Made to Order: Discovering monotonic temporal changes via self-supervised video ordering
This addresses the challenge of identifying consistent changes over time in videos for applications in scene and object analysis, though it is incremental in its method adaptation.
The paper tackles the problem of discovering and localizing monotonic temporal changes in image sequences by using a self-supervised video ordering proxy task, achieving state-of-the-art results on standard benchmarks.

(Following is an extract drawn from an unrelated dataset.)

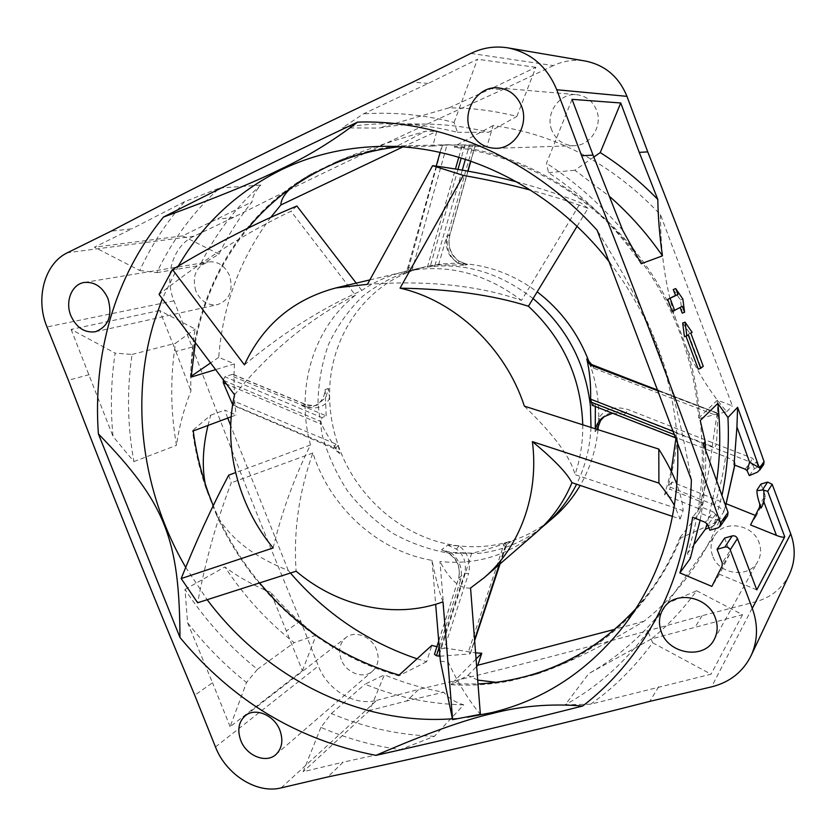 <?xml version="1.0" encoding="UTF-8"?>
<svg xmlns="http://www.w3.org/2000/svg" width="836" height="836" viewBox="0 0 836 836"><rect width="100%" height="100%" fill="white"/><g stroke="black" fill="none" stroke-linecap="round" stroke-linejoin="round"><path stroke-width="0.63" stroke-dasharray="4.18 3.13" d="M397.34 146.007C376.127 148.526 355.948 153.719 336.803 161.578C358.863 152.047 388.395 141.963 425.419 131.315L397.34 146.007L397.069 147M191.172 377.067L190.462 376.764C194.861 293.979 238.762 214.58 311.838 173.658L336.803 161.578M195.331 342.645C203.305 299.8 220.892 261.626 248.104 228.124M290.437 573.026L288.274 570.476C253.559 556.839 229.482 537.987 216.064 513.931L206.659 490.272C199.877 470.825 195.143 450.938 192.458 430.613L193.21 430.948M216.064 513.931C250.455 591.376 318.704 653.491 398.856 675.833L399.096 675.091M259.63 582.901C240.35 559.483 224.894 533.744 213.264 505.665M477.711 680.096L467.993 675.31L451.189 684.694L451.45 683.879L478.004 683.963M451.189 684.694C471.285 685.907 491.244 684.59 511.068 680.723L496.072 682.312M535.291 674.558L563.056 663.805C616.289 638.861 655.602 596.862 680.985 537.809L719.273 520.838C701.885 561.991 676.784 595.462 643.95 621.263C616.54 637.858 591.721 651.16 569.504 661.172C556.588 666.94 545.187 671.402 535.291 674.558L511.068 680.723M635.882 608.618L648.391 593.455C661.182 576.558 671.747 557.884 680.076 537.433L680.985 537.809M699.763 418.376L698.75 417.99C693.159 349.03 667.17 288.274 620.793 235.7C575.304 186.188 514.621 154.817 454.251 147.23L454.523 146.279C545.072 156.384 635.6 224.456 675.561 318.558L686.262 347.045C696.587 370.641 710.067 392.199 726.703 411.699L699.763 418.376C698.227 394.299 693.723 370.515 686.262 347.045M763.686 464.513L758.231 466.906L756.538 462.402L752.306 458.18L716.452 444.25L717.873 416.035L717.351 400.183L732.367 405.847L660.461 214.685C612.433 164.034 556.64 134.314 493.083 125.536L487.043 146.269L473.082 144.983L447.009 144.868L432.714 146.07L436.82 131.315L425.419 131.315M432.714 146.07L401.27 146.896M470.919 53.41L553.39 65.584C563.663 60.788 574.311 59.272 585.346 61.038M553.39 65.584L502.645 89.671L491.025 88.7L448.911 107.865C471.473 107.813 494.118 110.665 516.847 116.423L535.845 67.308L491.025 88.7M281.126 787.899L376.764 700.328C354.882 706.504 327.451 690.087 318.401 665.999L300.584 620.939C263.319 531.226 227.204 439.935 192.238 347.086L173.94 300.845C163.751 276.361 172.927 245.669 193.994 236.201L233.683 217.36C313.166 177.232 402.816 134.669 502.645 89.671M376.764 700.328L418.69 689.428L406.724 700.955L443.728 692.208C423.34 688.582 403.558 682.793 384.382 674.83L369.658 710.475L406.724 700.955M789.466 574.248C782.433 588.304 771.095 597.5 755.451 601.836L702.115 615.714C598.691 644.744 504.212 669.322 418.69 689.428M760.948 484.065L765.295 495.664L759.799 504.265M755.347 515.436L756.287 515.822L765.18 498.235L765.295 495.664M719.273 520.838L699.398 512.771L703.243 502.697L669.72 489.164L672.039 481.996L726.265 503.763M643.95 621.263L614.773 629.309M436.883 646.709L475.59 652.874M417.049 658.799L426.632 661.746L431.804 645.402M288.274 570.476L230.694 425.649M227.768 418.084L224.706 410.142L236.024 415.011L231.206 416.798M270.676 217.464C239.974 258.93 222.669 305.558 218.729 357.338L234.456 363.89L233.923 376.879L234.655 401.405L236.024 415.011M402.753 146.99L436.82 131.315M195.812 290.97C191.768 275.89 196.032 266.203 208.592 261.898C217.956 261.104 224.947 265.712 229.586 275.734C233.537 290.385 229.545 300.009 217.621 304.607C207.924 305.871 200.661 301.326 195.812 290.97M341.266 659.604C338.141 650.471 339.677 643.145 345.885 637.638C354.903 630.02 371.811 636.583 376.566 649.729C379.575 658.507 378.227 665.655 372.542 671.162C363.555 679.522 346.083 672.949 341.266 659.604M712.575 555.7C709.963 548.28 710.746 541.414 714.905 535.124C724.624 519.678 753.017 524.308 759.078 542.689C761.408 549.283 761.011 555.512 757.876 561.395C749.119 578.846 718.772 574.771 712.575 555.7M551.823 130.27C544.811 113.696 559.42 92.545 576.819 94.708C586.14 95.889 592.714 101.02 596.517 110.091C603.038 125.881 590.362 145.767 574.217 145.683C563.642 145.474 556.18 140.333 551.823 130.27M724.624 538.07L729.65 551.415L722.241 563.004M756.779 589.882L719.503 574.269L729.525 554.352L729.65 551.415M756.287 515.822L750.55 524.935M719.503 574.269L711.864 586.402M696.639 590.759L742.514 614.711L651.558 638.882L588.774 673.597C619.413 656.438 645.726 632.967 667.724 603.174L696.639 590.759C683.399 609.005 668.372 625.046 651.558 638.882M302.413 670.681L316.144 635.172C299.633 622.412 284.491 608.148 270.718 592.358L302.413 670.681L230.119 726.714L246.495 682.51L257.436 669.322C229.168 646.625 205.029 619.988 184.996 589.411L187.577 622.705C204.924 645.037 224.56 664.975 246.495 682.51M192.238 347.086L175.884 351.465L159.655 310.501L195.154 329.029C191.632 349.5 190.221 370.17 190.921 391.029C183.815 409.222 179.008 427.311 176.49 445.316C170.481 411.176 170.168 377.151 175.529 343.251L195.154 329.029M175.884 351.465L190.921 391.029M219.022 254.123L182.551 235.888L252.044 201.873C239.012 218.039 228.009 235.459 219.022 254.123L200.003 265.388C214.925 234.665 235.209 207.882 260.842 185.049C255.304 191.183 252.378 196.784 252.044 201.873M652.634 642.748L711.028 674.203L590.665 704.184C614.167 687.589 634.817 667.107 652.634 642.748L647.963 631.379L667.724 603.174M742.514 614.711L711.028 674.203M593.821 157.053L574.896 170.251L609.402 196.324M448.911 107.865L378.896 128.065C394.54 125.243 410.528 123.927 426.862 124.115C447.354 124.365 467.93 127.082 488.579 132.266L516.847 116.423M316.144 635.172L294.157 642.654C267.081 621.232 243.987 595.984 224.884 566.944C238.594 577.185 253.872 585.66 270.718 592.358M434.438 736.276C398.814 735.137 364.465 727.56 331.38 713.547L320.909 727.372C346.438 738.439 372.887 745.858 400.256 749.631L434.438 736.276L463.729 704.842C454.805 702.125 448.138 697.914 443.728 692.208M463.729 704.842C429.631 704.121 396.724 697.234 365.008 684.182L384.382 674.83M716.713 480.763L707.141 523.681M708.959 527.819L713.725 525.969L721.97 495.414M400.256 749.631L343.147 762.171L327.816 776.937M702.115 615.714L695.322 626.822M590.665 704.184L565.209 704.8L588.774 673.597M658.705 686.722L649.75 701.383M700.234 420.518C705.302 467.334 701.049 511.684 687.453 553.578L690.306 558.448M687.453 553.578L694.726 543.693M612.631 413.245L623.949 414.583L595.075 403.328L592.316 405.188L725.585 456.717C723.37 473.385 719.723 489.499 714.623 505.059C720.653 507.661 723.652 510.012 723.631 512.123L713.725 525.969M714.623 505.059L668.048 486.291L672.039 481.996M572.043 99.338L546.493 163.239L548.52 172.676C584.657 196.397 615.557 226.744 641.233 263.727M622.747 230.349C600.123 203.848 574.708 181.475 546.493 163.239M454.073 122.453L477.502 59.241L428.21 83.422L363.336 113.895L342.415 127.877C358.769 124.888 375.521 123.488 392.648 123.686C414.154 123.947 435.765 126.832 457.501 132.318L454.073 122.453C423.403 114.657 393.15 111.805 363.336 113.895M187.577 622.705L212.522 682.74L194.725 695.228M230.119 726.714L212.522 682.74M320.909 727.372L303.165 771.732L343.147 762.171M159.655 310.501L71.112 329.415L115.138 353.137C111 380.704 110.3 408.49 113.048 436.496L133.896 461.597C127.396 425.754 126.779 390.036 132.067 354.443L115.138 353.137M71.112 329.415L113.048 436.496M139.758 270.509L156.844 272.64C172.101 240.329 192.991 212.135 219.523 188.058L184.568 201.695C166.27 222.439 151.337 245.387 139.758 270.509L94.416 247.195L131.848 228.824L111.125 231.154M184.568 201.695L131.848 228.824M703.254 443.655C704.434 465.109 703.609 486.165 700.787 506.825L713.233 511.872L705.365 522.375M727.623 515.749L725.617 517.16L717.612 519.501L715.658 514.318L713.233 511.872M647.963 631.379C624.889 662.603 597.312 687.077 565.209 704.8M705.553 449.956C706.253 473.991 704.445 497.42 700.129 520.243M548.52 172.676L574.896 170.251M342.415 127.877L378.896 128.065M457.501 132.318L488.579 132.266M184.996 589.411L224.884 566.944M257.436 669.322L294.157 642.654M331.38 713.547L365.008 684.182M133.896 461.597L176.49 445.316M132.067 354.443L175.529 343.251M219.523 188.058L260.842 185.049M156.844 272.64L200.003 265.388M682.667 323.01L689.763 333.177L688.456 334.034L700.808 367.15L698.269 369.167M684.454 336.647L685.938 336.124M673.273 289.528L680.452 299.905L682.218 313.134M672.269 311.504L680.128 307.596M682.834 299.016L680.452 299.905M682.375 306.352L679.992 307.23M692.124 332.331L689.763 333.177M690.829 333.177L688.456 334.034M703.254 366.304L700.808 367.15M688.195 334.912L685.802 335.769M700.787 506.825L692.595 517.17M734.813 465.119L735.074 463.322L734.06 464.826M735.074 463.322C734.771 461.42 731.605 459.225 725.585 456.717M717.612 519.501L709.858 530.223M749.317 475.642L754.333 468.703L758.231 466.906M747.123 470.678L752.64 464.199L750.519 462.089L625.819 413.162C617.971 410.57 611.189 411.333 605.473 415.471L603.425 416.955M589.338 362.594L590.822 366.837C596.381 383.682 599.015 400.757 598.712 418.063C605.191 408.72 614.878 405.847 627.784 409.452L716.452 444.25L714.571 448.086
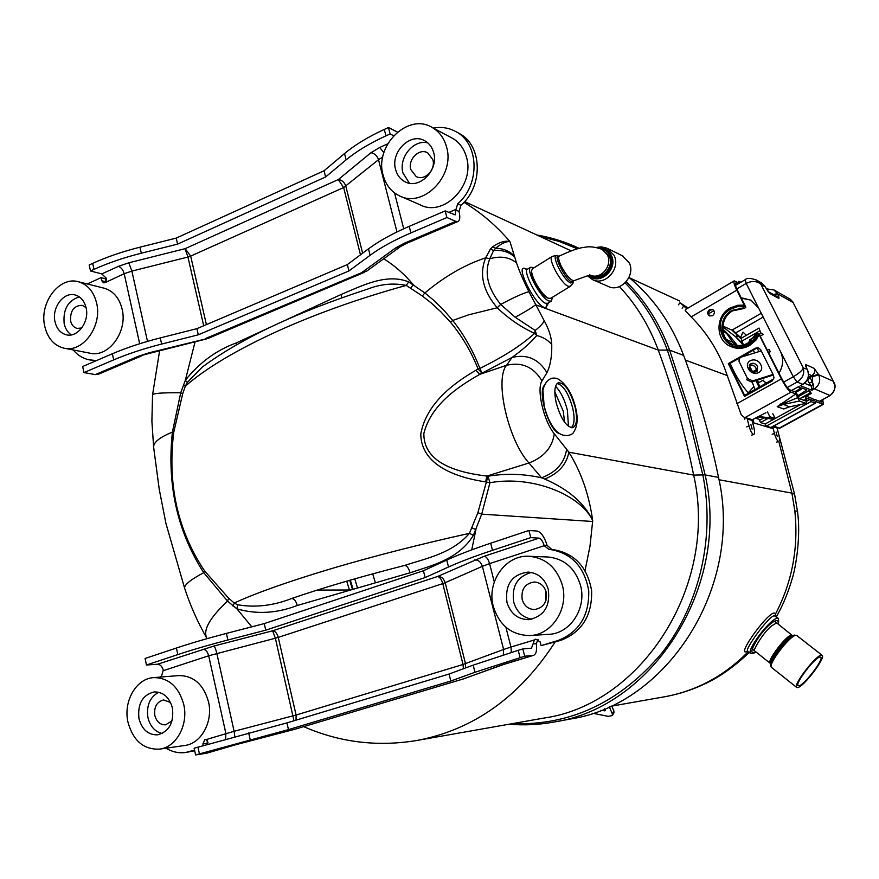 <?xml version="1.0" encoding="UTF-8"?>
<svg xmlns="http://www.w3.org/2000/svg" width="879" height="879" viewBox="0 0 879 879"><rect width="100%" height="100%" fill="white"/><g stroke="black" fill="none" stroke-linecap="round" stroke-linejoin="round"><path stroke-width="1.32" d="M527.301 269.37L527.257 269.392C522.862 270.974 537.684 300.607 545.452 303.277L547.925 303.211L551.397 301.079M548.551 302.826L545.925 307.518C537.41 309.54 515.281 266.557 524.236 268.271L527.345 269.337M552.462 297.267L551.452 301.057L549.1 301.047C540.849 298.651 525.093 269.578 530.751 267.216L534.135 267.699M485.637 481.879L486.845 476.066L487.977 476.231L489.933 482.714L481.703 514.138L592.622 521.489L592.666 520.577C581.415 495.866 533.905 474.902 489.933 482.714L485.637 481.879C459.299 477.978 421.041 466.617 420.788 433.929C426.282 404.109 452.147 384.079 475.913 370.257L478.121 369.059C471.177 351.501 461.947 335.888 450.422 322.197L440.972 311.924L430.864 302.662L422.305 295.981L406.23 285.4C359.379 298.344 316.44 313.627 277.401 331.24C236.473 349.996 205.785 368.312 185.326 386.178L182.656 393.847L173.734 432.325C167.351 484.384 177.657 530.608 204.642 570.987L228.617 598.17L234.221 603.016C256.976 592.6 290.158 580.909 333.745 567.944C375.311 555.715 420.536 544.178 469.43 533.344L477.89 512.666L487.977 476.231C505.897 473.254 523.763 473.781 541.574 477.813C556.253 472.287 564.604 462.772 566.625 449.257L568.834 452.191C581.173 471.946 589.117 494.745 592.666 520.577C584.601 503.304 568.658 489.471 544.826 479.099C558.637 473.298 566.636 464.321 568.834 452.191L693.663 475.089L702.815 474.924L687.268 411.251L667.337 350.128C657.569 324.054 643.505 301.651 625.145 282.906M286.708 319.626L341.316 294.399C362.346 285.609 386.485 273.006 408.702 281.906L424.876 292.949L433.391 300.003L443.412 309.727L452.718 320.472C463.947 334.646 473.001 350.633 479.89 368.411L481.978 373.146L479.714 374.388C456.52 387.518 431.04 405.395 423.865 433.358C423.337 464.936 461.969 473.078 486.845 476.066L528.971 462.991C508.183 440.522 494.328 379.475 506.568 365.29C521.785 361.708 533.597 366.928 541.991 380.915C536.333 389.133 543.738 421.085 554.286 433.786L566.625 449.257M475.913 370.257L479.714 374.388L506.568 365.29L512.007 357.467L481.978 373.146L478.121 369.059L479.89 368.411C503.249 356.962 521.478 345.293 534.597 333.394L535.19 330.449C539.959 326.669 542.991 323.461 544.255 320.824C549.012 329.471 551.507 337.404 551.748 344.612C552.001 356.182 550.408 365.521 546.958 372.641L541.991 380.915M628.99 277.456C653.361 297.684 671.589 323.67 683.642 355.413C698.146 394.429 709.771 435.094 718.539 477.407C743.579 585.853 667.875 704.508 570.295 719.022L553.946 722.044C653.295 707.298 730.603 585.864 705.123 474.891L718.539 477.407M375.41 582.821L372.707 573.855M233.122 606.191L234.221 603.016L237.528 604.752C255.218 607.807 273.303 605.708 291.773 598.467C294.311 598.863 296.124 601.214 297.234 605.499C276.808 613.388 256.712 614.509 236.945 608.883L227.54 601.126C209.784 617.739 202.851 630.056 206.752 638.077L207.114 638.637M237.528 604.752L236.945 608.883L251.79 626.826M477.89 512.666L481.703 514.138L473.407 535.3C458.684 559.264 432.215 565.384 410.021 572.789L297.234 605.499M228.617 598.17L227.54 601.126L203.73 572.679C190.183 579.909 183.832 585.161 184.689 588.425L165.911 523.346L159.242 489.295L153.649 447.356C153.276 442.467 159.538 437.379 172.416 432.094L180.711 392.792L185.348 380.266C199.335 362.675 216.256 350.249 236.132 342.997L268.809 327.9M204.642 570.987L203.73 572.679C177.195 531.29 166.768 484.428 172.416 432.094L173.734 432.325M153.649 447.356L151.891 421.239L152.55 394.902C153.067 393.276 162.45 392.572 180.711 392.792L182.656 393.847M236.132 342.997L236.462 344.854M408.702 281.906L406.23 285.4C393.32 282.829 380.453 284.071 367.642 289.103C296.223 312.397 241.088 338.415 202.236 367.125L187.315 382.387L185.348 380.266L195.061 341.821M187.315 382.387L185.326 386.178L183.282 384.969M473.407 535.3L469.43 533.344C452.235 553.396 426.612 558.242 404.769 565.406C360.412 576.756 322.747 587.776 291.773 598.467M404.769 565.406C407.109 565.9 408.856 568.361 410.021 572.789M471.715 549.869L475.924 529.619L471.891 527.796M341.316 294.399L341.722 297.827M383.727 258.767C394.671 265.623 404.516 274.248 413.262 284.664L410.68 288.092M546.958 372.641C538.629 358.94 526.982 353.885 512.007 357.467C522.159 350.205 530.411 342.876 536.761 335.503L534.597 333.394C521.269 327.318 508.798 318.78 497.195 307.771L468.43 314.88L452.718 320.472L450.422 322.197M551.748 344.612C548.265 340.239 543.266 337.195 536.761 335.503L535.19 330.449L515.193 317.242L500.689 304.442L497.195 307.771C482.879 290.729 479.055 274.072 485.702 257.811C464.771 264.766 444.488 276.478 424.876 292.949L422.305 295.981M528.916 291.696C523.203 293.168 513.786 297.41 500.689 304.442C487.779 288.521 484.142 273.303 489.768 258.767L485.702 257.811L490.394 249.12L492.778 246.691C499.536 242.077 505.26 240.385 509.952 241.604L516.533 262.909C519.082 270.567 523.214 280.159 528.916 291.696L544.255 320.824M492.778 246.691L495.635 248.241C501.382 243.483 506.15 241.275 509.952 241.604C496.327 225.661 480.989 212.575 463.958 202.335M516.533 262.909C509.391 257.086 500.47 255.701 489.768 258.767L493.613 250.482L495.635 248.241C502.898 248.416 508.996 250.823 513.918 255.47M490.394 249.12L493.613 250.482C501.887 249.768 508.787 251.855 514.325 256.745M515.193 317.242C525.4 311.737 532.18 307.573 535.553 304.738L658.272 350.095C649.185 325.713 636.242 304.552 619.453 286.609M544.826 479.099L541.574 477.813L528.971 462.991C543.859 457.212 552.298 447.477 554.286 433.786M543.947 385.771C537.827 394.44 549.496 431.095 559.582 433.732L559.56 433.721M87.241 283.972L101.085 277.654L105.26 278.731L105.963 281.961L106.403 278.302L101.766 273.918L118.467 266.326C121.192 267.414 123.093 269.875 124.192 273.71L139.673 343.733M101.085 277.654L101.755 280.742L103.513 282.818L104.997 282.675L124.192 273.71L131.883 271.095L187.941 257.031L203.708 325.768M141.123 356.105L98.349 374.278L95.328 374.586L138.322 356.303L148.793 352.864L208.444 338.261L364.763 272.149M205.741 338.459L361.621 272.688L363.994 272.677M433.281 128.07C441.588 126.576 449.29 127.851 456.388 131.905C479.286 144.013 480.11 184.887 457.684 203.818L460.948 205.301L459.058 211.454L455.783 209.993L455.19 214.883L445.181 210.905L409.207 226.353C392.572 233.539 379.003 241.033 368.488 248.834L347.359 264.579L348.941 270.941L198.28 334.811L161.648 344.063C143.804 348.6 127.818 353.874 113.699 359.885L83.955 372.586L82.659 366.51L112.358 353.765C126.466 347.732 142.442 342.447 160.264 337.921L161.648 344.063M457.673 132.597L459.64 133.663C482.472 145.738 483.296 186.458 460.948 205.301M361.621 272.688L395.275 248.153L404.208 243.274L455.751 221.365L446.906 217.531L445.181 210.905M446.906 217.531L410.889 232.924C394.242 240.077 380.64 247.537 370.114 255.295L348.941 270.941M347.359 264.579L196.885 328.669L198.28 334.811M196.885 328.669L160.264 337.921M455.751 221.365L457.992 221.497C459.948 220.288 460.31 216.948 459.058 211.454M455.783 209.993L457.684 203.818M361.708 272.633L366.851 271.04L400.297 246.713M95.328 374.586L83.955 372.586M205.62 338.492L206.631 338.58M95.635 360.906L89.548 359.874M94.8 360.434L88.812 359.731C82.725 358.434 77.55 355.182 73.287 349.974M93.679 360.225L95.657 360.928M101.766 273.918L90.493 270.974L93.998 269.37C107.886 263.052 123.653 257.657 141.31 253.207L177.569 244.12L325.604 176.976L346.117 159.868C356.325 151.386 369.598 143.376 385.936 135.849L390.1 133.949L393.616 135.696M90.493 270.974L89.186 264.986L92.691 263.381C106.568 257.042 122.324 251.636 139.959 247.186L176.196 238.11L177.569 244.12M176.196 238.11L324.054 170.768L325.604 176.976M324.054 170.768L344.535 153.561C354.709 145.024 367.96 136.981 384.288 129.433L388.452 127.521L397.451 132.07M390.1 133.949L388.452 127.521M207.565 744.227L207.982 742.315L206.093 739.602L234.122 731.284L216.827 653.416C215.827 649.262 214.85 646.801 213.883 646.043L272.743 630.77L437.643 576.481L484.318 556.22L539.047 538.135L530.773 537.618L492.493 550.309C474.803 556.187 460.135 561.758 448.499 567.01L446.752 560.055C458.355 554.748 473.001 549.133 490.68 543.211L528.894 530.466L530.773 537.618M203.203 745.513L202.862 743.942L204.895 739.646L206.093 739.602M548.804 549.309L544.222 545.705L547.09 545.343L551.836 549.452L549.133 549.331C571.185 552.649 584.392 566.461 588.732 590.743C589.337 615.52 579.107 632.111 558.066 640.505L541.09 645.625L540.124 641.879L535.783 639.154L534.498 639.901L531.476 648.186L522.807 648.933L518.214 650.317L473.177 665.139L449.081 674.028L286.939 722.89L194.138 748.238L195.588 754.94L206.477 753.259L235.792 744.711L295.3 729.141L463.156 678.984L501.491 665.139L533.575 655.338C536.245 654.119 537.146 650.229 536.3 643.692L538.047 639.319M207.114 744.359L207.367 740.338M166.076 748.183C172.284 751.995 178.833 753.424 185.722 752.468L194.545 750.117M189.688 751.578L194.666 750.699M160.165 677.094L161.604 675.808L163.285 670.15C162.066 666.37 160.176 664.392 157.616 664.216L146.452 664.996L177.833 654.591C192.743 649.658 209.422 644.801 227.87 640L265.755 630.177L264.249 623.596L423.425 570.735L446.752 560.055M193.765 750.974L185.722 752.468M177.833 654.591L176.404 648.032L145.068 658.481L146.452 664.996M176.404 648.032C191.292 643.076 207.96 638.209 226.397 633.407L264.249 623.596M265.755 630.177L425.128 577.58L423.425 570.735M425.128 577.58L448.499 567.01M547.09 545.343C544.398 536.882 541.101 532.125 537.179 531.059L528.894 530.466M541.09 645.625L561.077 640.275C582.052 631.913 592.237 615.399 591.633 590.721C587.304 566.537 574.141 552.792 552.155 549.474L551.836 549.452M539.047 538.135C540.981 538.629 542.651 540.97 544.046 545.178M522.807 648.933L524.686 656.206L474.968 672.27L450.828 681.027L449.081 674.028M450.828 681.027L288.477 729.614L286.939 722.89M288.477 729.614L195.588 754.94M236.132 744.623L206.477 753.259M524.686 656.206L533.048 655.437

Our objective is to discover and localize monotonic temporal changes in a sequence of images. To achieve this, we exploit a simple proxy task of ordering a shuffled image sequence, with `time' serving as a supervisory signal, since only changes that are monotonic with time can give rise to the correct ordering. We also introduce a transformer-based model for ordering of image sequences of arbitrary length with built-in attribution maps. After training, the model successfully discovers and localizes monotonic changes while ignoring cyclic and stochastic ones. We demonstrate applications of the model in multiple domains covering different scene and object types, discovering both object-level and environmental changes in unseen sequences. We also demonstrate that the attention-based attribution maps function as effective prompts for segmenting the changing regions, and that the learned representations can be used for downstream applications. Finally, we show that the model achieves the state-of-the-art on standard benchmarks for image ordering.